Whole program alias analysis in backend

Hello everyone,

   we are planning to implement a stronger alias analysis
for backend, because e.g. for VLIW architectures, this is our main performance limitation.
I would have 2 questions regarding this.

   I know that backend processes one function at a time,
is it somehow possible to do there a whole program analysis,
or could you give me some guidelines?

   Which alias analysis algorithm you would recommend?
There was a Stensgaard algorithm implemented before, but noone
was maintaning it, so it was removed. Do you think that this could be a suitable
algorithm or should we choose something newer and stronger?
Regarding the scalability, it ok for us, if the algorithm would run e.g. 1 hour for a
100 KLOC application.

Thank you
   Adam Husar

Hi,

Hi,

Hi,

       I know that backend processes one function at a time,
    is it somehow possible to do there a whole program analysis,
    or could you give me some guidelines?

The backend introduces a MachineFunctionPass, from which point on it is only possible to run FunctionPasses, otherwise the machine functions get screwed.

For our project, we also want do to whole-program analyses. I managed to patch the PassManager, MachineFunctionPass and others to work with a new MachineModule pass I introduced in our copy of LLVM. Now we can run module passes in the backend, and have proper pass dependencies between any combination of function passes and module passes (I haven't tested my changes with any kind of basic block- or loop-passes).
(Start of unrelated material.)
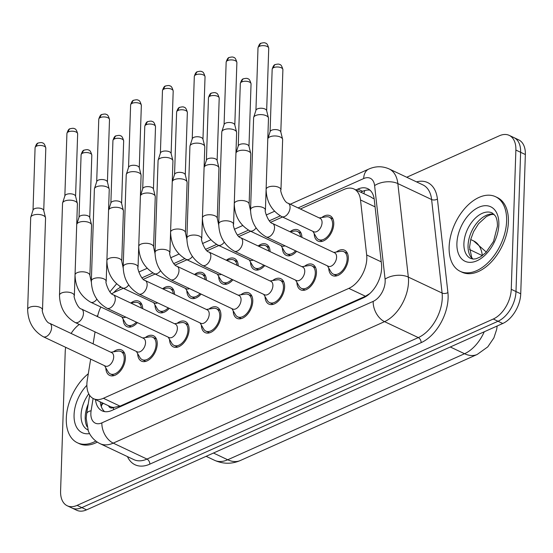 <?xml version="1.0" encoding="UTF-8"?>
<svg xmlns="http://www.w3.org/2000/svg" width="553" height="553" viewBox="0 0 553 553"><rect width="100%" height="100%" fill="white"/><g stroke="black" fill="none" stroke-linecap="round" stroke-linejoin="round"><path stroke-width="0.83" d="M321.825 217.509A14.039 8.544 115.3 0 1 329.989 215.691A14.039 8.544 115.3 0 1 333.763 224.006A14.039 8.544 115.3 0 1 328.109 237.451A14.039 8.544 115.3 0 1 317.996 241.073A14.039 8.544 115.3 0 1 314.215 233.615M290.021 231.742A14.039 8.544 115.3 0 1 298.143 229.951A14.039 8.544 115.3 0 1 301.924 237.368M258.175 246.002A14.039 8.544 115.3 0 1 266.297 244.212A14.039 8.544 115.3 0 1 270.078 251.622M226.329 260.256A14.039 8.544 115.3 0 1 234.451 258.472A14.039 8.544 115.3 0 1 238.232 265.882M194.483 274.516A14.039 8.544 115.3 0 1 202.605 272.733A14.039 8.544 115.3 0 1 206.387 280.143M162.637 288.777A14.039 8.544 115.3 0 1 170.759 286.993A14.039 8.544 115.3 0 1 174.541 294.403M130.791 303.037A14.039 8.544 115.3 0 1 138.914 301.254A14.039 8.544 115.3 0 1 142.695 308.664M336.362 252.016A14.039 8.544 115.3 0 1 344.533 250.198A14.039 8.544 115.3 0 1 348.307 258.514A14.039 8.544 115.3 0 1 342.646 271.952A14.039 8.544 115.3 0 1 332.533 275.581A14.039 8.544 115.3 0 1 328.759 268.115M304.516 266.276A14.039 8.544 115.3 0 1 312.687 264.452A14.039 8.544 115.3 0 1 316.461 272.767A14.039 8.544 115.3 0 1 310.8 286.212A14.039 8.544 115.3 0 1 300.687 289.834A14.039 8.544 115.3 0 1 296.913 282.376M272.67 280.53A14.039 8.544 115.3 0 1 280.841 278.712A14.039 8.544 115.3 0 1 284.615 287.028A14.039 8.544 115.3 0 1 278.954 300.473A14.039 8.544 115.3 0 1 268.841 304.095A14.039 8.544 115.3 0 1 265.067 296.636M240.825 294.79A14.039 8.544 115.3 0 1 248.995 292.972A14.039 8.544 115.3 0 1 252.769 301.288A14.039 8.544 115.3 0 1 247.108 314.733A14.039 8.544 115.3 0 1 237.002 318.355A14.039 8.544 115.3 0 1 233.221 310.89M208.986 309.051A14.039 8.544 115.3 0 1 217.149 307.233A14.039 8.544 115.3 0 1 220.924 315.549A14.039 8.544 115.3 0 1 215.269 328.994A14.039 8.544 115.3 0 1 205.156 332.616A14.039 8.544 115.3 0 1 201.375 325.15M177.14 323.311A14.039 8.544 115.3 0 1 185.303 321.493A14.039 8.544 115.3 0 1 189.078 329.809A14.039 8.544 115.3 0 1 183.423 343.247A14.039 8.544 115.3 0 1 173.31 346.876A14.039 8.544 115.3 0 1 169.529 339.411M145.294 337.572A14.039 8.544 115.3 0 1 153.458 335.754A14.039 8.544 115.3 0 1 157.232 344.07A14.039 8.544 115.3 0 1 151.577 357.508A14.039 8.544 115.3 0 1 141.464 361.137A14.039 8.544 115.3 0 1 137.683 353.671M113.448 351.832A14.039 8.544 115.3 0 1 121.612 350.014A14.039 8.544 115.3 0 1 125.386 358.33A14.039 8.544 115.3 0 1 119.731 371.768A14.039 8.544 115.3 0 1 109.618 375.397A14.039 8.544 115.3 0 1 105.837 367.932M90.657 359.132L87.277 380.084A24.774 15.083 -64.7 0 0 86.883 384.017A24.774 15.083 -64.7 0 0 93.547 398.692A24.774 15.083 -64.7 0 0 103.404 398.284L348.832 288.383A24.774 15.083 -64.7 0 0 366.674 254.974L360.508 199.965A24.774 15.083 -64.7 0 0 353.982 188.995A24.774 15.083 -64.7 0 0 344.132 189.403L300.362 208.999M108.512 405.764A8.26 5.025 -64.7 0 0 113.538 407.561L113.842 407.43A24.774 15.083 115.3 0 1 110.13 406.531L93.547 398.692M374.07 198.251A24.774 13.991 173.6 0 0 373.316 198.582L370.724 196.909L353.982 188.995M113.842 407.43L120.022 406.137L365.457 296.242L369.763 293.595M95.054 331.897L93.125 343.855M123.278 288.293L114.913 292.039A24.774 15.083 -64.7 0 0 111.789 293.795M100.833 306.998A24.774 15.083 -64.7 0 0 97.542 316.634M282.5 216.997L270.735 222.265M250.654 231.258L238.889 236.525M218.808 245.518L207.043 250.786M186.962 259.779L175.204 265.046M155.123 274.039L143.358 279.306M169.246 308.339A14.039 8.544 115.3 0 1 158.766 312.376A14.039 8.544 115.3 0 1 154.985 304.91M201.092 294.078A14.039 8.544 115.3 0 1 190.612 298.115A14.039 8.544 115.3 0 1 186.831 290.65M232.937 279.818A14.039 8.544 115.3 0 1 222.458 283.855A14.039 8.544 115.3 0 1 218.677 276.389M264.783 265.564A14.039 8.544 115.3 0 1 254.304 269.594A14.039 8.544 115.3 0 1 250.523 262.129M296.629 251.304A14.039 8.544 115.3 0 1 286.15 255.334A14.039 8.544 115.3 0 1 282.369 247.868M137.4 322.599A14.039 8.544 115.3 0 1 126.92 326.636A14.039 8.544 115.3 0 1 123.139 319.171M406.731 177.257L499.359 135.782A24.774 15.083 115.3 0 1 509.216 135.374A24.774 15.083 115.3 0 1 515.873 150.05L511.255 289.309L515.99 291.549A24.774 15.083 115.3 0 1 498.018 321.258L81.844 507.613A24.774 15.083 115.3 0 1 71.987 508.02A24.774 15.083 115.3 0 0 81.844 507.613L498.018 321.258A24.774 15.083 115.3 0 0 515.99 291.549L520.615 152.289L515.99 291.549L520.732 293.788A24.774 15.083 115.3 0 1 502.753 323.498L86.579 509.852A24.774 15.083 115.3 0 1 76.729 510.26L67.252 505.781A24.774 15.083 115.3 0 1 60.588 491.105L65.213 351.846A24.774 15.083 115.3 0 1 65.696 347.332M509.216 135.374L513.951 137.614A24.774 15.083 115.3 0 1 520.615 152.289A24.774 15.083 115.3 0 0 513.951 137.614L518.686 139.854A24.774 15.083 115.3 0 1 525.35 154.529L520.732 293.788M95.503 399.612A24.774 15.083 -64.7 0 0 102.056 410.838A24.774 15.083 -64.7 0 0 111.906 410.43L363.674 297.694A24.774 15.083 -64.7 0 0 381.515 264.286L374.27 199.654A24.774 15.083 -64.7 0 0 367.745 188.677A24.774 15.083 -64.7 0 0 357.895 189.085L355.987 189.942M104.586 411.619A24.774 15.083 115.3 0 1 100.238 401.851M71.13 333.459A24.774 15.083 115.3 0 1 79.279 324.445M511.255 289.309A24.774 15.083 115.3 0 1 493.283 319.019L77.102 505.373A24.774 15.083 115.3 0 1 67.252 505.781M96.533 316.157L97.757 315.611M360.722 192.181L362.63 191.324A24.774 15.083 115.3 0 1 369.957 190.135M104.517 365.678L108.112 371.81A12.387 7.542 -64.7 0 0 110.323 373.904A12.387 7.542 -64.7 0 0 119.248 370.704A12.387 7.542 -64.7 0 0 124.238 358.842A12.387 7.542 -64.7 0 0 120.907 351.508A12.387 7.542 -64.7 0 0 117.886 351.127L110.87 352.24M105.333 366.065A7.431 4.521 -64.7 0 0 110.683 364.144A7.431 4.521 -64.7 0 0 113.683 357.031A7.431 4.521 -64.7 0 0 111.685 352.627L49.611 323.291A7.431 4.521 -64.7 0 1 51.609 327.694A7.431 4.521 -64.7 0 1 46.542 336.452A7.431 4.521 -64.7 0 1 43.258 336.729L105.333 366.065M42.505 309.998A7.431 3.415 1.9 0 0 38.136 306.721A7.431 3.415 1.9 0 0 30.083 307.095A7.431 3.415 1.9 0 0 29.744 307.233A7.431 3.415 1.9 0 0 27.65 309.507L30.698 217.599A7.431 3.415 1.9 0 1 30.774 217.156A7.431 3.415 1.9 0 1 32.793 215.324A7.431 3.415 1.9 0 1 43.3 215.525A7.431 3.415 1.9 0 1 45.505 217.647A7.431 3.415 1.9 0 1 45.553 218.089L42.505 309.998C41.116 309.341 45.443 322.793 49.611 323.291M30.774 217.156L33.062 210.016A5.364 2.468 1.9 0 1 34.521 208.695A5.364 2.468 1.9 0 1 42.104 208.84A5.364 2.468 1.9 0 1 43.701 210.368L45.505 217.647M121.819 316.917L125.413 323.049A12.387 7.542 -64.7 0 0 127.625 325.143A12.387 7.542 -64.7 0 0 136.384 322.123M75.042 274.965L76.708 224.684A7.431 3.415 1.9 0 1 76.784 224.248A7.431 3.415 1.9 0 1 78.809 222.41A7.431 3.415 1.9 0 1 89.309 222.617A7.431 3.415 1.9 0 1 91.515 224.732A7.431 3.415 1.9 0 1 91.563 225.182L89.897 275.456A7.431 3.415 1.9 0 0 85.528 272.18A7.431 3.415 1.9 0 0 77.475 272.553A7.431 3.415 1.9 0 0 77.137 272.691A7.431 3.415 1.9 0 0 75.042 274.965C75.388 287.228 80.593 296.304 90.651 302.187L122.635 317.304A7.431 4.521 -64.7 0 0 125.759 317.104M76.784 224.248L79.072 217.108A5.364 2.468 1.9 0 1 80.531 215.781A5.364 2.468 1.9 0 1 88.114 215.933A5.364 2.468 1.9 0 1 89.71 217.46L91.515 224.732M141.457 308.076A12.387 7.542 -64.7 0 0 138.209 302.747A12.387 7.542 -64.7 0 0 135.188 302.367L130.833 303.058M136.363 351.418L139.957 357.549A12.387 7.542 -64.7 0 0 142.169 359.644A12.387 7.542 -64.7 0 0 151.093 356.443A12.387 7.542 -64.7 0 0 156.084 344.581A12.387 7.542 -64.7 0 0 152.752 337.247A12.387 7.542 -64.7 0 0 149.732 336.867L142.715 337.98M137.179 351.805A7.431 4.521 -64.7 0 0 142.529 349.883A7.431 4.521 -64.7 0 0 145.529 342.77A7.431 4.521 -64.7 0 0 143.531 338.367L81.457 309.03A7.431 4.521 -64.7 0 1 83.455 313.433A7.431 4.521 -64.7 0 1 78.388 322.192A7.431 4.521 -64.7 0 1 75.104 322.468L137.179 351.805M74.351 295.744A7.431 3.415 1.9 0 0 69.982 292.461A7.431 3.415 1.9 0 0 61.929 292.834A7.431 3.415 1.9 0 0 61.59 292.979A7.431 3.415 1.9 0 0 59.496 295.247L62.544 203.338A7.431 3.415 1.9 0 1 62.62 202.896A7.431 3.415 1.9 0 1 64.639 201.064A7.431 3.415 1.9 0 1 75.146 201.264A7.431 3.415 1.9 0 1 77.351 203.386A7.431 3.415 1.9 0 1 77.399 203.829L74.351 295.744C72.961 295.081 77.289 308.539 81.457 309.03M62.62 202.896L64.908 195.755A5.364 2.468 1.9 0 1 66.367 194.435A5.364 2.468 1.9 0 1 73.95 194.58A5.364 2.468 1.9 0 1 75.547 196.115L77.351 203.386M168.209 337.157L171.803 343.289A12.387 7.542 -64.7 0 0 174.015 345.383A12.387 7.542 -64.7 0 0 182.939 342.183A12.387 7.542 -64.7 0 0 187.93 330.321A12.387 7.542 -64.7 0 0 184.598 322.987A12.387 7.542 -64.7 0 0 181.578 322.606L174.554 323.719M169.024 337.544A7.431 4.521 -64.7 0 0 174.375 335.623A7.431 4.521 -64.7 0 0 177.375 328.51A7.431 4.521 -64.7 0 0 175.37 324.106L113.303 294.777A7.431 4.521 -64.7 0 1 115.301 299.173A7.431 4.521 -64.7 0 1 110.234 307.931A7.431 4.521 -64.7 0 1 106.95 308.215L169.024 337.544M106.197 281.484A7.431 3.415 1.9 0 0 101.828 278.2A7.431 3.415 1.9 0 0 93.775 278.574A7.431 3.415 1.9 0 0 93.436 278.719A7.431 3.415 1.9 0 0 91.342 280.986L94.39 189.078A7.431 3.415 1.9 0 1 94.466 188.635A7.431 3.415 1.9 0 1 96.485 186.803A7.431 3.415 1.9 0 1 106.992 187.004A7.431 3.415 1.9 0 1 109.197 189.126A7.431 3.415 1.9 0 1 109.245 189.568L106.197 281.484C104.807 280.82 109.135 294.279 113.303 294.777M94.466 188.635L96.754 181.502A5.364 2.468 1.9 0 1 98.213 180.174A5.364 2.468 1.9 0 1 105.796 180.319A5.364 2.468 1.9 0 1 107.393 181.854L109.197 189.126M200.055 322.897L203.649 329.028A12.387 7.542 -64.7 0 0 205.861 331.123A12.387 7.542 -64.7 0 0 214.778 327.922A12.387 7.542 -64.7 0 0 219.776 316.067A12.387 7.542 -64.7 0 0 216.444 308.726A12.387 7.542 -64.7 0 0 213.423 308.346L206.4 309.459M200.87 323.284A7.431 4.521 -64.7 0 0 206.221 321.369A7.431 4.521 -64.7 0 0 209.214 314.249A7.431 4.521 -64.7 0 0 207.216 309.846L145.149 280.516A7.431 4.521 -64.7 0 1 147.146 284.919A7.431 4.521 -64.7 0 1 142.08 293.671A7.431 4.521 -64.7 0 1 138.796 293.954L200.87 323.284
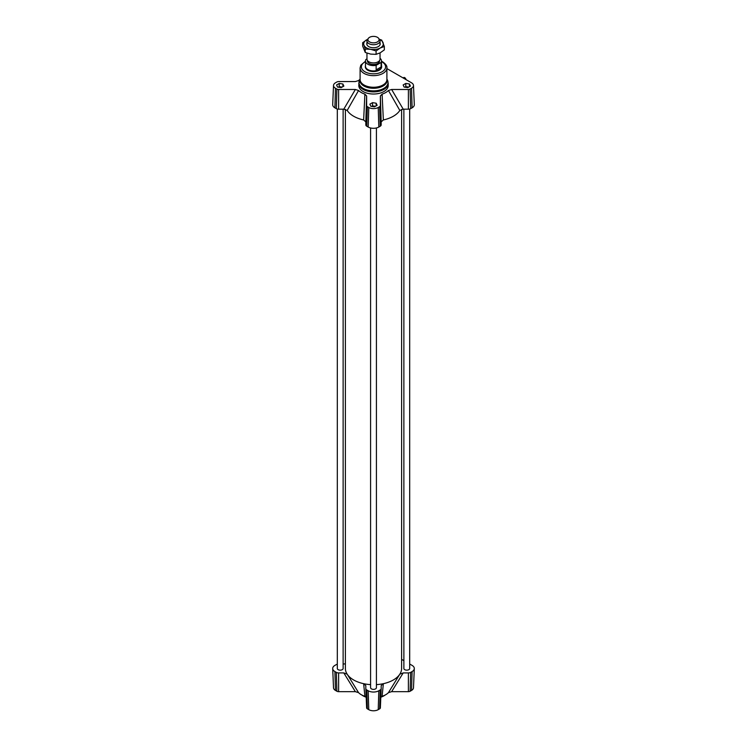 <?xml version="1.0" encoding="UTF-8"?>
<svg xmlns="http://www.w3.org/2000/svg" width="747" height="747" viewBox="0 0 747 747"><rect width="100%" height="100%" fill="white"/><g stroke="black" fill="none" stroke-linecap="round" stroke-linejoin="round"><path stroke-width="1.12" d="M403.091 77.921L403.725 77.557A1.961 1.13 60 0 1 405.07 77.921A1.961 1.13 60 0 1 406.051 79.63M343.125 109.183L343.125 668.481A2.913 1.681 180 0 1 341.323 670.031A2.913 1.681 180 0 1 338.158 669.667A2.913 1.681 180 0 1 337.308 668.481L337.308 109.025M409.692 109.025L409.692 668.481A2.913 1.681 180 0 1 407.899 670.031A2.913 1.681 180 0 1 404.734 669.667A2.913 1.681 180 0 1 403.875 668.481L403.875 109.183M376.413 127.97L376.413 687.698A2.913 1.681 180 0 1 374.611 689.248A2.913 1.681 180 0 1 371.446 688.883A2.913 1.681 180 0 1 370.587 687.698L370.587 127.97M401.615 109.379L401.615 668.481A28.115 16.229 180 0 1 399.822 674.177A28.115 16.229 180 0 1 383.36 683.682A28.115 16.229 180 0 1 376.413 684.625M370.587 684.625A28.115 16.229 180 0 1 363.64 683.682A28.115 16.229 180 0 1 347.178 674.177A28.115 16.229 180 0 1 345.385 668.481L345.385 109.379M380.363 95.999L381.185 121.901L383.36 119.95A28.115 16.229 0 0 0 399.822 110.444L403.212 109.183L391.643 89.491L388.431 90.49A17.228 9.944 180 0 1 382.1 94.15L380.363 95.999L380.363 105.663A2.446 1.41 180 0 1 379.644 106.662L378.234 107.484A6.695 3.866 180 0 1 368.766 107.484L367.356 106.662A2.446 1.41 180 0 1 366.637 105.663L366.637 95.999L364.9 94.15A17.228 9.944 180 0 1 358.569 90.49L355.357 89.491L338.615 89.491A2.446 1.41 180 0 1 336.888 89.07L335.478 88.258A6.695 3.866 180 0 1 333.517 85.429A6.695 3.866 180 0 1 335.478 82.796L336.888 81.983A2.446 1.41 180 0 1 338.615 81.563L355.357 81.563L358.569 80.564A17.228 9.944 180 0 1 359.886 79.434M355.357 89.491L343.788 109.183L347.178 110.444A28.115 16.229 0 0 0 363.64 119.95L365.815 121.901L366.637 95.999M343.788 109.183L338.615 109.183A3.268 1.886 180 0 1 336.309 108.632L334.899 107.82A7.517 4.342 180 0 1 332.695 104.636L333.517 85.429M381.185 121.901L381.185 124.889A3.268 1.886 180 0 1 380.223 126.224L378.813 127.037A7.517 4.342 180 0 1 368.187 127.037L366.777 126.224A3.268 1.886 180 0 1 365.815 124.889L365.815 121.901M386.899 68.584L411.522 82.796A6.695 3.866 180 0 1 413.483 85.429A6.695 3.866 180 0 1 411.522 88.258L410.112 89.07A2.446 1.41 180 0 1 408.385 89.491L391.643 89.491M413.483 85.429L414.305 104.636A7.517 4.342 180 0 1 412.101 107.82L410.691 108.632A3.268 1.886 180 0 1 408.385 109.183L403.212 109.183M372.52 102.638L376.171 103.207L377.142 105.308L374.48 106.849L370.829 106.289L369.858 104.178L372.52 102.638L372.52 105.841L374.35 106.13A3.268 1.886 180 0 1 375.302 106.373M407.759 87.632L404.118 87.072L403.137 84.962L405.808 83.421L409.459 83.991L410.43 86.092L407.759 87.632M342.882 83.991L343.863 86.092L341.192 87.632L337.541 87.072L336.57 84.962L339.241 83.421L342.882 83.991L342.882 86.652M388.207 83.393L388.207 85.531A14.707 8.497 180 0 1 386.516 89.491A14.707 8.497 180 0 1 369.97 93.777A14.707 8.497 180 0 1 358.793 85.531L359.475 80.321A14.51 8.376 180 0 0 373.5 90.863A14.51 8.376 180 0 0 387.525 80.321L388.207 83.393A14.707 8.497 180 0 1 373.5 91.89A14.707 8.497 180 0 1 358.793 83.393M381.512 65.605A8.17 4.715 180 0 1 381.67 66.539L381.67 66.847A8.17 4.715 180 0 1 373.5 71.563A8.17 4.715 180 0 1 365.33 66.847L365.33 66.539A8.17 4.715 180 0 1 365.488 65.605M409.692 664.018L412.101 665.409A7.517 4.342 180 0 1 414.305 668.584A7.517 4.342 180 0 1 412.101 671.553L410.691 672.365A3.268 1.886 180 0 1 408.385 672.916L403.212 672.916L399.822 674.177L388.431 692.665A17.228 9.944 180 0 1 382.1 696.316L383.36 683.682L381.185 685.634L381.185 688.622A3.268 1.886 180 0 1 381.185 688.669A3.268 1.886 180 0 1 380.223 689.957L378.813 690.77A7.517 4.342 180 0 1 368.187 690.77L366.777 689.957A3.268 1.886 180 0 1 365.815 688.669A3.268 1.886 180 0 1 365.815 688.622L365.815 685.634L363.64 683.682L364.9 696.316A17.228 9.944 180 0 1 358.569 692.665L347.178 674.177L343.788 672.916L338.615 672.916A3.268 1.886 180 0 1 336.309 672.365L334.899 671.553A7.517 4.342 180 0 1 332.695 668.584A7.517 4.342 180 0 1 334.899 665.409L336.309 664.597A3.268 1.886 180 0 1 337.308 664.204M343.788 672.916L355.357 691.657L358.569 692.665M355.357 691.657L338.615 691.657A2.446 1.41 180 0 1 336.888 691.246L335.478 690.433A6.695 3.866 180 0 1 333.517 687.791L332.695 668.584M414.305 668.584L413.483 687.791A6.695 3.866 180 0 1 411.522 690.433L410.112 691.246A2.446 1.41 180 0 1 408.385 691.657L391.643 691.657L403.212 672.916M388.431 692.665L391.643 691.657M380.821 697.091L382.1 696.316M381.175 688.715L380.363 707.839A2.446 1.41 180 0 1 380.363 707.876A2.446 1.41 180 0 1 379.644 708.838L378.234 709.65A6.695 3.866 180 0 1 368.766 709.65L367.356 708.838A2.446 1.41 180 0 1 366.637 707.876A2.446 1.41 180 0 1 366.637 707.839L365.825 688.715M364.9 696.316L366.179 697.091M401.615 659.358L403.875 660.665M343.125 664.046L345.385 663.85M385.125 695.037A14.707 8.497 180 0 1 380.821 697.203M366.179 697.203A14.707 8.497 180 0 1 361.875 695.037M376.171 103.207L376.171 105.878M338.326 87.194A3.268 1.886 180 0 1 341.062 86.904A3.268 1.886 180 0 1 342.014 87.156M338.27 87.184L339.241 86.624L342.154 87.082M339.241 83.421L339.241 86.624M404.902 87.194A3.268 1.886 180 0 1 407.629 86.904A3.268 1.886 180 0 1 408.59 87.156M404.846 87.184L405.808 86.624L408.73 87.082M405.808 83.421L405.808 86.624M409.459 83.991L409.459 86.652M371.614 106.41A3.268 1.886 180 0 1 374.35 106.13L375.442 106.298M371.558 106.401L372.52 105.841M388.431 90.49L399.822 110.444M383.36 119.95L382.1 94.15M364.9 94.15L363.64 119.95M347.178 110.444L358.569 90.49M369.513 37.35A5.593 3.231 180 0 1 378.608 38.302A5.593 3.231 180 0 1 373.5 42.85A5.593 3.231 180 0 1 368.392 38.302A5.593 3.231 180 0 1 369.513 37.35M368.392 38.302L367.533 39.414A6.536 3.772 -0 0 0 366.964 40.954A6.536 3.772 -0 0 0 373.5 44.727A6.536 3.772 -0 0 0 380.036 40.954A6.536 3.772 -0 0 0 379.467 39.414L378.608 38.302M366.964 53.121L366.964 59.134A6.536 3.772 -0 0 0 371.016 62.627A6.536 3.772 -0 0 0 378.159 61.786A6.536 3.772 -0 0 0 380.036 59.134L380.036 52.916M381.091 66.978L376.143 69.873L376.143 65.334L381.091 62.44L381.091 66.978L376.143 69.873M366.964 58.882L365.909 59.508A8.012 4.622 180 0 0 365.488 60.974L365.488 66.306A8.012 4.622 180 0 0 373.5 70.937A8.012 4.622 180 0 0 381.512 66.306L381.512 60.974A8.012 4.622 180 0 1 381.091 62.44M376.143 65.334A8.012 4.622 180 0 1 365.488 60.974M380.036 58.303A8.012 4.622 180 0 1 381.512 60.974M379.551 60.572L379.551 60.974A6.051 3.492 180 0 1 373.5 64.466A6.051 3.492 180 0 1 367.449 60.974L367.449 60.572M381.67 66.539A8.17 4.715 180 0 1 373.5 71.264A8.17 4.715 180 0 1 365.33 66.539M380.036 43.037A6.704 3.866 180 0 1 378.785 46.267A6.704 3.866 180 0 1 368.616 46.538A6.704 3.866 180 0 1 368.215 46.267A6.704 3.866 180 0 1 366.964 43.037M365.246 49.078L363.957 45.184A9.804 5.659 0 0 0 370.671 49.311L365.246 49.078L365.246 52.458L370.671 54.111L376.086 54.344L380.214 52.822L384.341 49.862L384.341 46.491L380.214 48.013A9.804 5.659 0 0 0 383.043 42.598A9.804 5.659 0 0 0 379.448 39.386M362.659 42.719L366.786 39.759A9.804 5.659 0 0 0 363.957 45.184L362.659 42.719L362.659 46.09L365.246 52.458M367.552 39.386A9.804 5.659 0 0 0 366.786 39.759L367.571 39.367M379.317 39.218L381.754 40.123L384.341 46.491M380.214 48.013L376.086 50.964L370.671 49.311A9.804 5.659 0 0 0 380.214 48.013M376.086 54.344L376.086 50.964M334.899 107.82L335.478 88.258M336.309 108.632L336.888 89.07M338.615 109.183L338.615 89.491M365.815 124.889L366.637 105.663M366.777 126.224L367.356 106.662M368.187 127.037L368.766 107.484M378.813 127.037L378.234 107.484M380.223 126.224L379.644 106.662M381.185 124.889L380.363 105.663M408.385 109.183L408.385 89.491M410.691 108.632L410.112 89.07M412.101 107.82L411.522 88.258M386.899 79.098A13.605 7.853 180 0 1 373.5 88.286A13.605 7.853 180 0 1 360.101 79.098M360.101 67.912A13.399 7.741 180 0 0 373.5 75.652A13.399 7.741 180 0 0 386.899 67.912L386.899 79.518A13.399 7.741 180 0 1 373.5 87.259A13.399 7.741 180 0 1 360.101 79.518L360.101 67.912L360.81 65.194L365.488 61.226M381.512 61.609A12.092 6.984 180 0 1 382.053 61.908A12.092 6.984 180 0 1 381.876 71.88A12.092 6.984 180 0 1 364.601 71.572A12.092 6.984 180 0 1 365.488 61.609M334.899 671.553L335.478 690.433M336.309 672.365L336.888 691.246M338.615 672.916L338.615 691.657M366.777 689.957L367.356 708.838M368.187 690.77L368.766 709.65M378.813 690.77L378.234 709.65M380.223 689.957L379.644 708.838M410.691 672.365L410.112 691.246M408.385 672.916L408.385 691.657M412.101 671.553L411.522 690.433M360.101 78.977L359.475 80.321M386.899 78.977L387.525 80.321M386.899 67.912C387.235 66.109 385.835 64.083 382.707 61.842L381.512 61.226M366.637 707.876L365.815 688.669M380.363 707.876L381.185 688.669M366.964 40.954L366.964 44.736M380.036 40.954L380.036 44.736"/></g></svg>

However, this was not an easy task.. it required some bugfixing deep down in the PassManager infrastructure and some refactoring of the backend passes (basically, the MachineFunction needs to be stored and fetched from an ImmutablePass instead of keeping it (only) in the MachineFunctionPass, the PassManager must be able to create new MachineFunctionPasses itself, and the ImmutablePasses need to be passed around in the PassManager properly). The downside is that the memory consumption will go up since the backend must now keep all MachineFunctions in memory instead of processing them one-by-one (I avoid this overhead as long as no MachineModulePass is used though). I also have not checked what happens if you remove or add functions in a module pass.

I hacked this into our backend which is based on LLVM 3.2. There have been some changes to the way passes are initialized and finalized in 3.3, but I think most of my patches will be the same for upstream. I am thinking about posting the patches to the LLVM mailinglists, but for this I need to find the relevant changes first, clean them up and port to 3.3, and write some proper test-cases.. I won't have time to do this properly in the near future, but if anybody is interested, I can try to find the main commits and post them as they are. And if you are really curious, you can find the git-repository here:

https://github.com/t-crest/patmos-llvm

Kind regards,
  Stefan

Hello,
   thank you very much Stefan, we will take a look at the whole module passes
modifications. I seem quite complicated, but probably it is the only option.

   Regarding the alias analysis, maybe it could be done before in opt,
and to keep track of what happens to the loads and stores from LLVM IR
in the backend machine code, I do not know yet, we will have to think about that.

   Regarding the memory consumption, it is not much an issue for us I think,
At least for the opt passes a 20MG source code (generated) file occupies
something about 4G of memory which is still ok I think, I hope it will be similar
for the backend.

Thank you
   Adam

Hello everyone,

  we are planning to implement a stronger alias analysis
for backend, because e.g. for VLIW architectures, this is our main
performance limitation.
I would have 2 questions regarding this.

  I know that backend processes one function at a time,
is it somehow possible to do there a whole program analysis,
or could you give me some guidelines?

  Which alias analysis algorithm you would recommend?
There was a Stensgaard algorithm implemented before, but noone
was maintaning it, so it was removed

There were other concerns that should not be gone into on this mailing list.

. Do you think that this could be a suitable
algorithm or should we choose something newer and stronger?
Regarding the scalability, it ok for us, if the algorithm would run e.g. 1
hour for a
100 KLOC application.

Newer implementations of Andersen's will give you more accurate analysis,
and run in about 20 seconds on 1.5 million LOC on a modern machine.
You could actually do better with a little work, but that is an actual
number from an real field-sensitive solver implemented on top of LLVM,
running on Wine (that is about 2.5 million lines of code).
Scalability is roughly linear in practice. The GIMP, which is about 700k
LOC, takes 4 seconds.

There are always edge cases, of course.